I am trying to compile a C program using cmake which uses SIMD intrinsics. When I try to compile it, I get two errors

/usr/lib/gcc/x86_64-linux-gnu/5/include/smmintrin.h:326:1: error: inlining failed in call to always_inline ‘_mm_mullo_epi32’: target specific option mismatch _mm_mullo_epi32 (__m128i __X, __m128i __Y)

/usr/lib/gcc/x86_64-linux-gnu/5/include/tmmintrin.h:136:1: error: inlining failed in call to always_inline ‘_mm_shuffle_epi8’: target specific option mismatch _mm_shuffle_epi8 (__m128i __X, __m128i __Y)

This issue has already been solved here StackOverflow by setting

set(CMAKE_CXX_FLAGS "${CMAKE_CXX_FLAGS} -msse4.1")

I try the very same and many other options. But my project still fails to compile.

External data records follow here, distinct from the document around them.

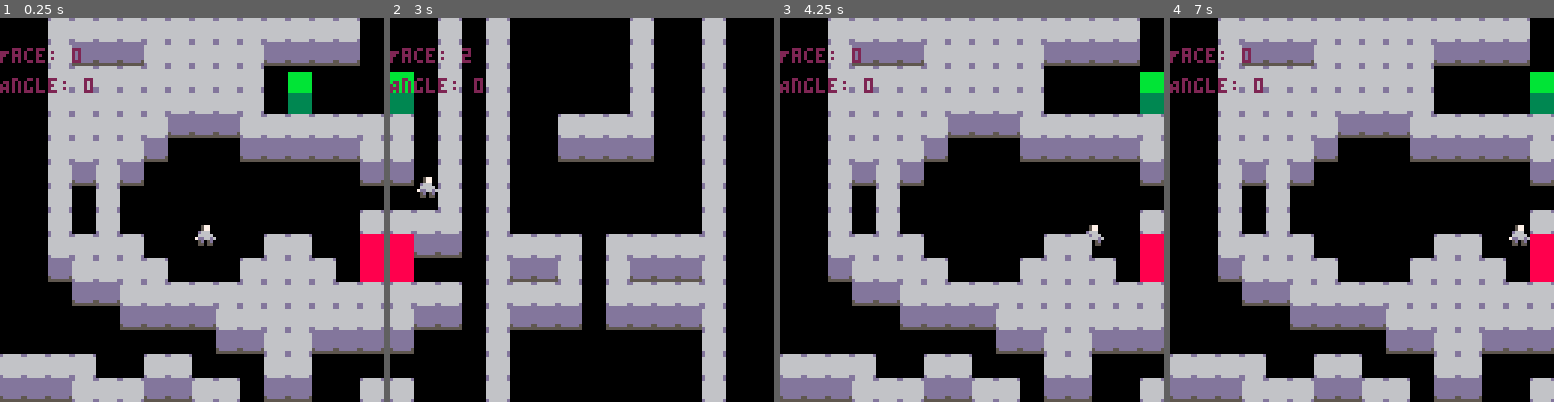
Above: before the commit, frames 1-4 (left to right).
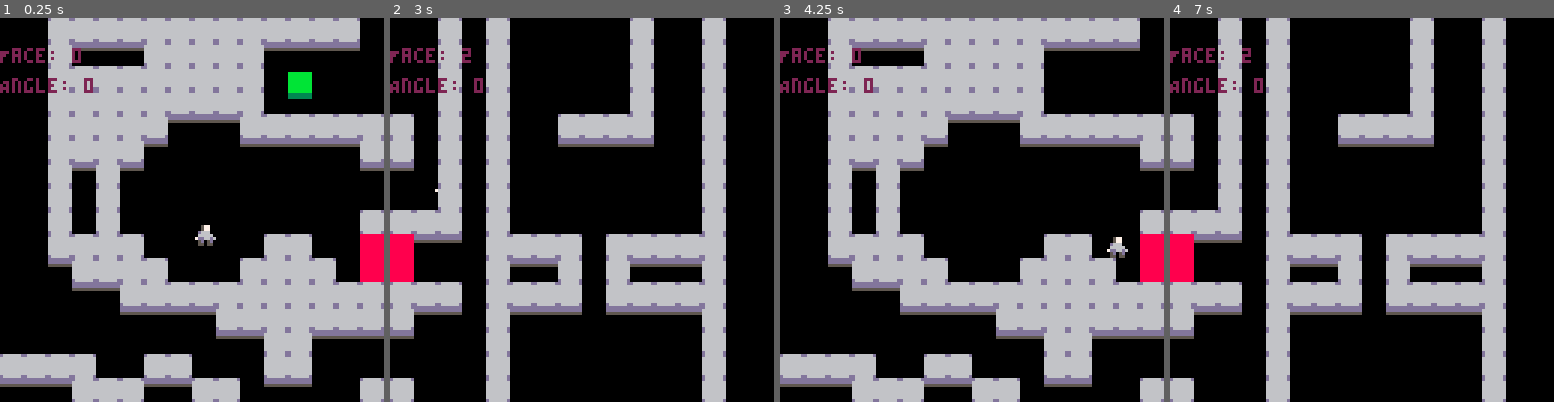
Above: after the commit, the same moments.

Repository: EmilBert/gmtkjam2025
Game: PICO-8 cartridge game.p8
The game is run twice, just before and just after one commit, with the same random seed, the same clock (stepped at 60 frames per second) and the same inputs.
Inputs:
- Up to frame 1 (0.25 s): no input
- Up to frame 2 (3 s): hold Right 1.6-2.1 s; hold Up 2.15-2.42 s; hold Right from 2.47 s (still down)
- Up to frame 3 (4.25 s): release Right at 3.03 s; hold Left 3.08-3.58 s; hold Down 3.63-3.97 s; hold Right from 4.02 s (still down)
- Up to frame 4 (7 s): release Right at 4.68 s; hold Up 4.73-5.03 s; hold Left 5.08-5.68 s; hold Down 5.73-6.03 s; hold Right 6.08-6.58 s; hold Right from 6.63 s (still down)

The runs differ from the first frame. In frame 1, 11% of the frame differs, in the area x 0-100%, y 7-100%; in frame 2, 7.2%; in frame 3, 12%; in frame 4, 54%, in the area x 0-100%, y 0-100%.

Commit message:
wip: more faces

Diff:
--- a/game.p8
+++ b/game.p8
@@ -21,12 +21,12 @@
 00000000d666666dbbbbbbbb88888888000000000000000000000000000000000000000000000000000000000000000000000000000000000000000000000000
 00000000ddddddddbbbbbbbb00000000000000000000000000000000000000000000000000000000000000000000000000000000000000000000000000000000
 00000000dddddddd3333333300000000000000000000000000000000000000000000000000000000000000000000000000000000000000000000000000000000
-00000000dddddddd3333333300000000000000000000000000000000000000000000000000000000000000000000000000000000000000000000000000000000
-00000000dddddddd3333333300000000000000000000000000000000000000000000000000000000000000000000000000000000000000000000000000000000
-00000000dddddddd3333333300000000000000000000000000000000000000000000000000000000000000000000000000000000000000000000000000000000
-00000000dddddddd3333333300000000000000000000000000000000000000000000000000000000000000000000000000000000000000000000000000000000
-000000005dddddd53333333300000000000000000000000000000000000000000000000000000000000000000000000000000000000000000000000000000000
 00000000555555553333333300000000000000000000000000000000000000000000000000000000000000000000000000000000000000000000000000000000
+00000000000000000000000000000000000000000000000000000000000000000000000000000000000000000000000000000000000000000000000000000000
+00000000000000000000000000000000000000000000000000000000000000000000000000000000000000000000000000000000000000000000000000000000
+00000000000000000000000000000000000000000000000000000000000000000000000000000000000000000000000000000000000000000000000000000000
+00000000000000000000000000000000000000000000000000000000000000000000000000000000000000000000000000000000000000000000000000000000
+00000000000000000000000000000000000000000000000000000000000000000000000000000000000000000000000000000000000000000000000000000000
 00000000000000000000000000000000000000000000000000000000000000000000000000000000000000000000000000000000000000000000000000000000
 00000000000000000000000000000000000000000000000000000000000000000000000000000000000000000000000000000000000000000000000000000000
 00000000000000000000000000000000000000000000000000000000000000000000000000000000000000000000000000000000000000000000000000000000
@@ -203,22 +203,22 @@
 0000000000000000000000000000000000010101000000000000000000000000000001000000000000000000000000000000000000000000000000000000000000000000000000000000000000000000000000000000000000000000000000000000000000000000000000000000000000000000000000000000000000000000
 0000000000000000000000000000000000000000000000000000000000000000000000000000000000000000000000000000000000000000000000000000000000000000000000000000000000000000000000000000000000000000000000000000000000000000000000000000000000000000000000000000000000000000
 __map__
-0000111111111111111111111111110011111111000011111111111111111111000011001100000000001100001100001111111111111100001111111111111111111111111111111111111111111111111111111111111111110000111111110000000000000000000000000000000000000000000000000000000000000000
-0000110000001111111111000000000011000000000000000000000000000011000011001100000000001100001100001100000000000000000000000000001111000000000000000000000000000011110000000000000000000000000000110000000000000000000000000000000000000000000000000000000000000000
-0000111111111111111111000000000011000000000000000000000000000011000011001100000000001100001100001100000000000000000000000000001111000000000000000000000000000011110000000000000000000000000000110000000000000000000000000000000000000000000000000000000000000000
-0000111111111111111111000000000011000000000000000000000000000011000011001100000000001100001100001100000000000000000000000000001111000000000000000000000000000011110000000000000000000000000000110000000000000000000000000000000000000000000000000000000000000000
-0000111111111100000011111111111111000000000000000000000000000011110011001100001111111100001100001100000000000000000000000000001111000000000000000000000000000011110000000000000000000000000000110000000000000000000000000000000000000000000000000000000000000000
-0000111111110000000000000000001111000000000000000000000000000011110011001100000000000000001100001100000000000000000000000000001111000000000000000000000000000011110000000000000000000000000000110000000000000000000000000000000000000000000000000000000000000000
-0000110011000000000000000000000011000000000000111111110000000011000011001100000000000000001100001100000000001111110000000000001111000000000000110000000000000011110000000000001111110000000000110000000000000000000000000000000000000000000000000000000000000000
-0000110011000000000000000000000011000000000000110000000000000000000011001100000000000000001100001100000000001100110000000000001111000000000000110000000000000000110000000000000011000000000000110000000000000000000000000000000000000000000000000000000000000000
-0000110011000000000000000000001111000000000000111111000000000000111111001100000000000000001100001100000000001111000011110000001111000000000000110000000000000000110000000000000011000000000000110000000000000000000000000000000000000000000000000000000000000000
-0000111111110000000000111100001311000000000000110000000000000011130000001111111100111111111100001100000000001100110011000000001111000000000000110000000000000011110000000000000011000000000000110000000000000000000000000000000000000000000000000000000000000000
-0000001111111100000011111111001311000000000000110000000000000011130000001100001100110000001100001100000000001111110011110000001111000000000000111111000000000011110000000000000000000000000000110000000000000000000000000000000000000000000000000000000000000000
-0000000000111111111111111111111111000000000000000000000000000011111111001111111100111111111100001100000000000000000000000000001111000000000000000000000000000011110000000000000000000000000000110000000000000000000000000000000000000000000000000000000000000000
-0000000000000000001111111111111111000000000000000000000000000011110000001100000000000000001100001100000000000000000000000000001111000000000000000000000000000011110000000000000000000000000000110000000000000000000000000000000000000000000000000000000000000000
-0000000000000000000000111100000011000000000000000000000000000011000000001100000000000000001100001100000000000000000000000000001111000000000000000000000000000011110000000000000000000000000000110000000000000000000000000000000000000000000000000000000000000000
-1111111100001111000000111100000011000000000000000000000000000011000000001100000000000000001100001100000000000000000000000000001111000000000000000000000000000011110000000000000000000000000000110000000000000000000000000000000000000000000000000000000000000000
-0000001111110000111100000000001111111111111111000011111111111111110000001100000000000000001100001111111111111111111100001111111111111111111111111111111111111111111111110000111111111111111111110000000000000000000000000000000000000000000000000000000000000000
+0000111111111111111111111111110000001111111111111100111111111111000011001100000000001100001100000000001111110000111100110000001111111111111111111111111111111111111111111111111111110000111111110000000000000000000000000000000000000000000000000000000000000000
+0000110000001111111111000000000000001111111111000000000000000011000011001100000000001100001100000000001111110000111100130000000011000000000000000000000000000011110000000000000000000000000000110000000000000000000000000000000000000000000000000000000000000000
+0000111111111111111111000000000000001111111100000000000000000011000011001100000000001100001100001111111111110000111100130000000011000000000000000000000000000011110000000000000000000000000000110000000000000000000000000000000000000000000000000000000000000000
+0000111111111111111111000000000000001111111100000000000000000000000011001100000000001100001100001111111111110000111100130000000011000000000000000000000000000011110000000000000000000000000000110000000000000000000000000000000000000000000000000000000000000000
+0000111111111100000011111111111100001111111111000000000000000000110011001100001111111100001100001111111111110000111111111111111111000000000000000000000000000011110000000000000000000000000000110000000000000000000000000000000000000000000000000000000000000000
+0000111111110000000000000000001100001111111111111100111111111111110011001100000000000000001100001111110000110000110000000000000011000000000000000000000000000011110000000000000000000000000000110000000000000000000000000000000000000000000000000000000000000000
+0000110011000000000000000000000000001111111111111100000011000000000011001100000000000000001100001111110000110000111111111100000011000000000000110000000000000011110000000000001111110000000000110000000000000000000000000000000000000000000000000000000000000000
+0000110011000000000000000000000000001111111111111111110011000000000011001100000000000000001100001111110000110000110000001100000011000000000000110000000000000000110000000000000011000000000000110000000000000000000000000000000000000000000000000000000000000000
+0000110011000000000000000000001100001100000000000000110011000000111111001100000000000000001100001111111111110000111111111100000011000000000000110000000000000000110000000000000011000000000000110000000000000000000000000000000000000000000000000000000000000000
+0000111111110000000000111100001300001100001100000011111111000000130000001111111100111111111100001111111111110000110000000000000011000000000000110000000000000011110000000000000011000000000000110000000000000000000000000000000000000000000000000000000000000000
+0000001111111100000011111111001300001100001100000000000000000000130000001100001100110000001100001111111111110000110000000000000011000000000000111111000000000011110000000000000000000000000000110000000000000000000000000000000000000000000000000000000000000000
+0000000000111111111111111111111100001111111111111111111111111111111111001111111100111111111100001111111111110000110000000000000011000000000000000000000000000011110000000000000000000000000000110000000000000000000000000000000000000000000000000000000000000000
+0000000000000000001111111111111100001111111111111111110000000000110000001100000000000000001100001111111111110000110000000000000011000000000000000000000000000011110000000000000000000000000000110000000000000000000000000000000000000000000000000000000000000000
+0000000000000000000000111100000000001111111111111111111111111111000000001100000000000000001100001111111111110000111111111111111111000000000000000000000000000011110000000000000000000000000000110000000000000000000000000000000000000000000000000000000000000000
+1111111100001111000000111100000000001111111111111111111111111100000000001100000000000000001100001111111111110000000000000000000011000000000000000000000000000011110000000000000000000000000000110000000000000000000000000000000000000000000000000000000000000000
+0000001111110000111100000000001100001111111111111111111111111100110000001100000000000000001100001111111111110000000000000000000011111111111111111111111111111111111111110000111111111111111111110000000000000000000000000000000000000000000000000000000000000000
 0000111111111111111111111111110000000000000000000000000000000000000000000000000000000000000000000000000000000000000000000000000000000000000000000000000000000000000000000000000000000000000000000000000000000000000000000000000000000000000000000000000000000000
 0000110000001111111111000000000000000000000000000000000000000000000000000000000000000000000000000000000000000000000000000000000000000000000000000000000000000000000000000000000000000000000000000000000000000000000000000000000000000000000000000000000000000000
 0000111111111111111111001200000000000000000000000000000000000000000000000000000000000000000000000000000000000000000000000000000000000000000000000000000000000000000000000000000000000000000000000000000000000000000000000000000000000000000000000000000000000000
--- a/main.lua
+++ b/main.lua
@@ -40,7 +40,8 @@
 function is_solid_at(px, py)
     local tile_x = flr(px / 8) -- pga spritesen är 8x8
     local tile_y = flr(py / 8)
-    return fget(mget(tile_x, tile_y), 0) or fget(mget(tile_x, tile_y + MAP_SIZE_IN_TILES), 0)
+    -- return fget(mget(tile_x, tile_y), 0) or fget(mget(tile_x, tile_y + MAP_SIZE_IN_TILES), 0)
+    return false
 end
 
 function in_rect(px, py, rx, ry, rw, rh)

set(CMAKE_CXX_FLAGS "${CMAKE_CXX_FLAGS} -msse4.1")  
set(CMAKE_CXX_FLAGS "${CMAKE_CXX_FLAGS} -sse4_1")  
set(CMAKE_CXX_FLAGS "${CMAKE_CXX_FLAGS} -march=nehalem")  
set(CMAKE_CXX_FLAGS "${CMAKE_CXX_FLAGS} -msse4.1 -msse4.2")  
set(CMAKE_CXX_FLAGS "${CMAKE_CXX_FLAGS} -march=native")  
set(CMAKE_CXX_FLAGS "${CMAKE_CXX_FLAGS} -ssse3")  
Community
  • 1
  • 1
Lawan subba
  • 610
  • 3
  • 7
  • 19

2 Answers2

21

A general method to find the instruction switch for gcc

File intrin.sh:

#!/bin/bash

get_instruction ()
{
    [ -z "$1" ] && exit
    func_name="$1 "

    header_file=`grep --include=\*intrin.h -Rl "$func_name" /usr/lib/gcc | head -n1`
    [ -z "$header_file" ] && exit
    >&2 echo "find in: $header_file"

    target_directive=`grep "#pragma GCC target(\|$func_name" $header_file | grep -B 1 "$func_name" | head -n1`
    echo $target_directive | grep -o '"[^,]*[,"]' | sed 's/"//g' | sed 's/,//g'
}

instruction=`get_instruction $1`
if [ -z "$instruction" ]; then
    echo "Error: function not found: $1"
else
    echo "add this option to gcc: -m$instruction"
fi

Usage:

./intrin.sh _mm_shuffle_epi8      # output: -mssse3
./intrin.sh _mm_cvtepu8_epi32     # output: -msse4.1
./intrin.sh _mm_loadu_ps          # output: -msse
./intrin.sh _mm_clmulepi64_si128  # output: -mpclmul
./intrin.sh _mm256_loadu_si256    # output: -mavx
./intrin.sh _mm512_and_ps         # output: -mavx512dq
Pamela
  • 549
  • 4
  • 7
  • 2
    Note that it's usually a good idea to use something like `-march=haswell`, not just `-mavx2 -mfma`. Or at least add `-mtune=znver2` (Zen 2) or something onto your `-m` ISA options. The "generic" tuning can be pretty poor for possibly-unaligned 256-bit vectors, especially when your data is usually aligned at runtime but the compiler just doesn't know that. See [Why doesn't gcc resolve \_mm256\_loadu\_pd as single vmovupd?](https://stackoverflow.com/q/52626726). Or if you want to make a binary for your own machine, `-march=native`. – Peter Cordes Sep 03 '20 at 01:35
  • Excellent answer! – f10w Mar 02 '21 at 12:08
18

Since you are compiling C code, not C++, you need:

set(CMAKE_C_FLAGS "${CMAKE_C_FLAGS} -msse4.1")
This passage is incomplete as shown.